Construction of three‐dimensional liver tissue models by cell accumulation technique and maintaining their metabolic functions for long‐term culture without medium change

Three‐dimensional (3D) hepatocyte cultures have attracted much attention to obtain high biological functions of hepatocyte for pharmaceutical drug assessment. However, maintaining the high functions for over one month is still a key challenge although many approaches have been reported. In this study, we demonstrate for the first time simple and rapid construction of 3D‐hepatocyte constructs by our cell accumulation technique and their high biological functions for one month, without any medium change. The human hepatocyte carcinoma (HepG2) cells were coated with ∼7 nm‐sized extracellular matrix (ECM) films consisting of fibronectin (FN) and gelatin (G), and then incubated in cell culture insert to construct 3D‐tissue constructs for 24 h.
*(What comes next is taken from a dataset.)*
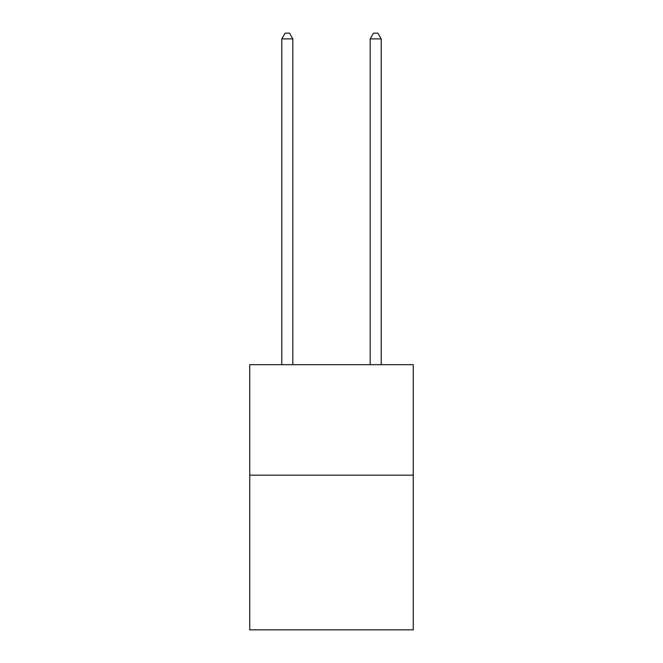 <?xml version="1.0" encoding="UTF-8"?>
<svg xmlns="http://www.w3.org/2000/svg" width="663" height="663" viewBox="0 0 663 663"><rect width="100%" height="100%" fill="white"/><g stroke="black" fill="none" stroke-linecap="round" stroke-linejoin="round"><path stroke-width="0.99" d="M413.256 475.172L413.256 629.85L249.744 629.85L249.744 364.691L413.256 364.691L413.256 475.172L249.744 475.172M292.831 364.691L292.831 38.893L281.783 38.893L281.783 364.691M281.783 38.893L285.098 33.15L289.516 33.15L292.831 38.893M381.217 364.691L381.217 38.893L370.169 38.893L370.169 364.691M370.169 38.893L373.484 33.15L377.902 33.15L381.217 38.893"/></g></svg>

The thickness of obtained 3D‐HepG2 constructs was easily controlled by altering seeding cell number and the maximum is over 100 μm. When a large volume of culture media was employed, the 3D‐constructs showed higher mRNA expression of albumin and some cytochrome P450 (CYP) enzymes as compared to general two‐dimensional (2D) culture. Surprisingly, their high cell viabilities (over 80%) and high mRNA expressions were successfully maintained without medium change for at least 27 days. These results demonstrate novel easy and rapid technique to construct 3D‐human liver tissue models which can maintain their high functions and viability for 1 month without medium change. © 2014 Wiley Periodicals, Inc. J Biomed Mater Res Part A: 103A: 1554–1564, 2015.